# Requirement
Every record listed below should be copied exactly.

─── Supplied material

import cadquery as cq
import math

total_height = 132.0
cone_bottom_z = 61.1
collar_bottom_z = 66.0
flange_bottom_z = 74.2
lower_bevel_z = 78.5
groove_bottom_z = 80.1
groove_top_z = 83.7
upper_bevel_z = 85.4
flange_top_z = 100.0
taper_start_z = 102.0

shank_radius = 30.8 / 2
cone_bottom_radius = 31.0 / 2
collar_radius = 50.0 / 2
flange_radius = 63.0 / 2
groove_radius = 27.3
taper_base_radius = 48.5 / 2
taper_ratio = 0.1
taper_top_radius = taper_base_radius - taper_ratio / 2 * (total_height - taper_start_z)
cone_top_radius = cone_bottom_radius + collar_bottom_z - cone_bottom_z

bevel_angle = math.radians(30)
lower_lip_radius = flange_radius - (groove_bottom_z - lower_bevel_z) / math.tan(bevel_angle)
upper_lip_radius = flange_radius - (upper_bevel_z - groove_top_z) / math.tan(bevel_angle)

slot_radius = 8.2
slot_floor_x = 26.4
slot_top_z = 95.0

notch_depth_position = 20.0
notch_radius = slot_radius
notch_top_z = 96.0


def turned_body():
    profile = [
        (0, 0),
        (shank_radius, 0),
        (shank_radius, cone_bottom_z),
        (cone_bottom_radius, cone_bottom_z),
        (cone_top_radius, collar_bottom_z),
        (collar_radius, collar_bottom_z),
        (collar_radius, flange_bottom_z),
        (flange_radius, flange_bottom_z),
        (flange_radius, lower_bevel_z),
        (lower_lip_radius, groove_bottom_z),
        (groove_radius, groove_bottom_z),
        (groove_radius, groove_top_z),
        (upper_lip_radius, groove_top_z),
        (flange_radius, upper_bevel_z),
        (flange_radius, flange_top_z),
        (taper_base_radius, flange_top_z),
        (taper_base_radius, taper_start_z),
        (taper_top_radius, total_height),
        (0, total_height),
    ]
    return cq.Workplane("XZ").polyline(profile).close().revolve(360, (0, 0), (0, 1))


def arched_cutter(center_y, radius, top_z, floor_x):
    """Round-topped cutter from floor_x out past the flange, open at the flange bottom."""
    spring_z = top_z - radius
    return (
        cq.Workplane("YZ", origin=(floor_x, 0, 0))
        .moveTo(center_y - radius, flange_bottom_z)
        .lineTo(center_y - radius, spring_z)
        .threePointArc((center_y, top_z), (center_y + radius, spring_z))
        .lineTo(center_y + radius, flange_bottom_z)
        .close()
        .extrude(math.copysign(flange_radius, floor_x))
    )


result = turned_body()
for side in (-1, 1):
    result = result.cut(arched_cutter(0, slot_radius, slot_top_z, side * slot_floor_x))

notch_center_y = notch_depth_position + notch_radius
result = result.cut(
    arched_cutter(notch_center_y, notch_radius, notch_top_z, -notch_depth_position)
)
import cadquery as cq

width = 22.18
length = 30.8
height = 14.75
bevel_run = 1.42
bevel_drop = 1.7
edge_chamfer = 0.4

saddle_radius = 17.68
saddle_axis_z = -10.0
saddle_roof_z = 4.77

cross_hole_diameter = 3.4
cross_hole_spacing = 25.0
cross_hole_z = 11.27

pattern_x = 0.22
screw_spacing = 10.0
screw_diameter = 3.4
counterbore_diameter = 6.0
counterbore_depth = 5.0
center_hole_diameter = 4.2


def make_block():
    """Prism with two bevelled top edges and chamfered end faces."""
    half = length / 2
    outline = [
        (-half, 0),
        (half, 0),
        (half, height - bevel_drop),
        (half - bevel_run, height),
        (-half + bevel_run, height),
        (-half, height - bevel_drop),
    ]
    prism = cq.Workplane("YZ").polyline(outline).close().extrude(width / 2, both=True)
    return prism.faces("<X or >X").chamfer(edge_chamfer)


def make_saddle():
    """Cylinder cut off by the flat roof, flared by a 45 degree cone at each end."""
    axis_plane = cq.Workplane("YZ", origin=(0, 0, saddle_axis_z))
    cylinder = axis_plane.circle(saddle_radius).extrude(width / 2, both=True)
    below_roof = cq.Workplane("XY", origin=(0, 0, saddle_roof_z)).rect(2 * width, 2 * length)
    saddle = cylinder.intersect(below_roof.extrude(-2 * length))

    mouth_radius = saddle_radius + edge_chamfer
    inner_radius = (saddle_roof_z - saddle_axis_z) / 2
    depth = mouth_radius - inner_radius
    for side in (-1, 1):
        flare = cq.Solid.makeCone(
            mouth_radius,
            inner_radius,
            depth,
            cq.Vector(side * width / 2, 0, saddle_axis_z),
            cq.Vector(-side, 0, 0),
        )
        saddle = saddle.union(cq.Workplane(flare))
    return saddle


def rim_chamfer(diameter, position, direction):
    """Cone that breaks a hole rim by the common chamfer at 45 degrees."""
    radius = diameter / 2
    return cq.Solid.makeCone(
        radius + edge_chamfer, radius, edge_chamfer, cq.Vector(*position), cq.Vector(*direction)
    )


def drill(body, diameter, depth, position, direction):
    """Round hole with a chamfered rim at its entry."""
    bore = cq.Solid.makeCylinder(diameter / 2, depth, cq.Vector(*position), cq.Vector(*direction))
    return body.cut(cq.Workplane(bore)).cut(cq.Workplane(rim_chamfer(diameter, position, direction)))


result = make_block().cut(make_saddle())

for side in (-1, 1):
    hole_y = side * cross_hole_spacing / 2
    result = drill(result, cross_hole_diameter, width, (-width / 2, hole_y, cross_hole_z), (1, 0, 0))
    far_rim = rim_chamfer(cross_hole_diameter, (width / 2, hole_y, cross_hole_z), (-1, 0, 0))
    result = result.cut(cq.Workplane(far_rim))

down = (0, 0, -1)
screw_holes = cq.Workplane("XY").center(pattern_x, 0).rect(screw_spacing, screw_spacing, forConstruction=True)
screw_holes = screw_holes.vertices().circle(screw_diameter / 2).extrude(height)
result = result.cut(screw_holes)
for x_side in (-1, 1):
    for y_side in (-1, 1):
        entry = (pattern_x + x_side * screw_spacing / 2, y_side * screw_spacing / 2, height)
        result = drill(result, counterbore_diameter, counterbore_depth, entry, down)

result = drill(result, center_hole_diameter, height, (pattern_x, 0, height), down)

──────

# Response
import cadquery as cq
import math

total_height = 132.0
cone_bottom_z = 61.1
collar_bottom_z = 66.0
flange_bottom_z = 74.2
lower_bevel_z = 78.5
groove_bottom_z = 80.1
groove_top_z = 83.7
upper_bevel_z = 85.4
flange_top_z = 100.0
taper_start_z = 102.0

shank_radius = 30.8 / 2
cone_bottom_radius = 31.0 / 2
collar_radius = 50.0 / 2
flange_radius = 63.0 / 2
groove_radius = 27.3
taper_base_radius = 48.5 / 2
taper_ratio = 0.1
taper_top_radius = taper_base_radius - taper_ratio / 2 * (total_height - taper_start_z)
cone_top_radius = cone_bottom_radius + collar_bottom_z - cone_bottom_z

bevel_angle = math.radians(30)
lower_lip_radius = flange_radius - (groove_bottom_z - lower_bevel_z) / math.tan(bevel_angle)
upper_lip_radius = flange_radius - (upper_bevel_z - groove_top_z) / math.tan(bevel_angle)

slot_radius = 8.2
slot_floor_x = 26.4
slot_top_z = 95.0

notch_depth_position = 20.0
notch_radius = slot_radius
notch_top_z = 96.0


def turned_body():
    profile = [
        (0, 0),
        (shank_radius, 0),
        (shank_radius, cone_bottom_z),
        (cone_bottom_radius, cone_bottom_z),
        (cone_top_radius, collar_bottom_z),
        (collar_radius, collar_bottom_z),
        (collar_radius, flange_bottom_z),
        (flange_radius, flange_bottom_z),
        (flange_radius, lower_bevel_z),
        (lower_lip_radius, groove_bottom_z),
        (groove_radius, groove_bottom_z),
        (groove_radius, groove_top_z),
        (upper_lip_radius, groove_top_z),
        (flange_radius, upper_bevel_z),
        (flange_radius, flange_top_z),
        (taper_base_radius, flange_top_z),
        (taper_base_radius, taper_start_z),
        (taper_top_radius, total_height),
        (0, total_height),
    ]
    return cq.Workplane("XZ").polyline(profile).close().revolve(360, (0, 0), (0, 1))


def arched_cutter(center_y, radius, top_z, floor_x):
    """Round-topped cutter from floor_x out past the flange, open at the flange bottom."""
    spring_z = top_z - radius
    return (
        cq.Workplane("YZ", origin=(floor_x, 0, 0))
        .moveTo(center_y - radius, flange_bottom_z)
        .lineTo(center_y - radius, spring_z)
        .threePointArc((center_y, top_z), (center_y + radius, spring_z))
        .lineTo(center_y + radius, flange_bottom_z)
        .close()
        .extrude(math.copysign(flange_radius, floor_x))
    )


result = turned_body()
for side in (-1, 1):
    result = result.cut(arched_cutter(0, slot_radius, slot_top_z, side * slot_floor_x))

notch_center_y = notch_depth_position + notch_radius
result = result.cut(
    arched_cutter(notch_center_y, notch_radius, notch_top_z, -notch_depth_position)
)
import cadquery as cq

width = 22.18
length = 30.8
height = 14.75
bevel_run = 1.42
bevel_drop = 1.7
edge_chamfer = 0.4

saddle_radius = 17.68
saddle_axis_z = -10.0
saddle_roof_z = 4.77

cross_hole_diameter = 3.4
cross_hole_spacing = 25.0
cross_hole_z = 11.27

pattern_x = 0.22
screw_spacing = 10.0
screw_diameter = 3.4
counterbore_diameter = 6.0
counterbore_depth = 5.0
center_hole_diameter = 4.2


def make_block():
    """Prism with two bevelled top edges and chamfered end faces."""
    half = length / 2
    outline = [
        (-half, 0),
        (half, 0),
        (half, height - bevel_drop),
        (half - bevel_run, height),
        (-half + bevel_run, height),
        (-half, height - bevel_drop),
    ]
    prism = cq.Workplane("YZ").polyline(outline).close().extrude(width / 2, both=True)
    return prism.faces("<X or >X").chamfer(edge_chamfer)


def make_saddle():
    """Cylinder cut off by the flat roof, flared by a 45 degree cone at each end."""
    axis_plane = cq.Workplane("YZ", origin=(0, 0, saddle_axis_z))
    cylinder = axis_plane.circle(saddle_radius).extrude(width / 2, both=True)
    below_roof = cq.Workplane("XY", origin=(0, 0, saddle_roof_z)).rect(2 * width, 2 * length)
    saddle = cylinder.intersect(below_roof.extrude(-2 * length))

    mouth_radius = saddle_radius + edge_chamfer
    inner_radius = (saddle_roof_z - saddle_axis_z) / 2
    depth = mouth_radius - inner_radius
    for side in (-1, 1):
        flare = cq.Solid.makeCone(
            mouth_radius,
            inner_radius,
            depth,
            cq.Vector(side * width / 2, 0, saddle_axis_z),
            cq.Vector(-side, 0, 0),
        )
        saddle = saddle.union(cq.Workplane(flare))
    return saddle


def rim_chamfer(diameter, position, direction):
    """Cone that breaks a hole rim by the common chamfer at 45 degrees."""
    radius = diameter / 2
    return cq.Solid.makeCone(
        radius + edge_chamfer, radius, edge_chamfer, cq.Vector(*position), cq.Vector(*direction)
    )


def drill(body, diameter, depth, position, direction):
    """Round hole with a chamfered rim at its entry."""
    bore = cq.Solid.makeCylinder(diameter / 2, depth, cq.Vector(*position), cq.Vector(*direction))
    return body.cut(cq.Workplane(bore)).cut(cq.Workplane(rim_chamfer(diameter, position, direction)))


result = make_block().cut(make_saddle())

for side in (-1, 1):
    hole_y = side * cross_hole_spacing / 2
    result = drill(result, cross_hole_diameter, width, (-width / 2, hole_y, cross_hole_z), (1, 0, 0))
    far_rim = rim_chamfer(cross_hole_diameter, (width / 2, hole_y, cross_hole_z), (-1, 0, 0))
    result = result.cut(cq.Workplane(far_rim))

down = (0, 0, -1)
screw_holes = cq.Workplane("XY").center(pattern_x, 0).rect(screw_spacing, screw_spacing, forConstruction=True)
screw_holes = screw_holes.vertices().circle(screw_diameter / 2).extrude(height)
result = result.cut(screw_holes)
for x_side in (-1, 1):
    for y_side in (-1, 1):
        entry = (pattern_x + x_side * screw_spacing / 2, y_side * screw_spacing / 2, height)
        result = drill(result, counterbore_diameter, counterbore_depth, entry, down)

result = drill(result, center_hole_diameter, height, (pattern_x, 0, height), down)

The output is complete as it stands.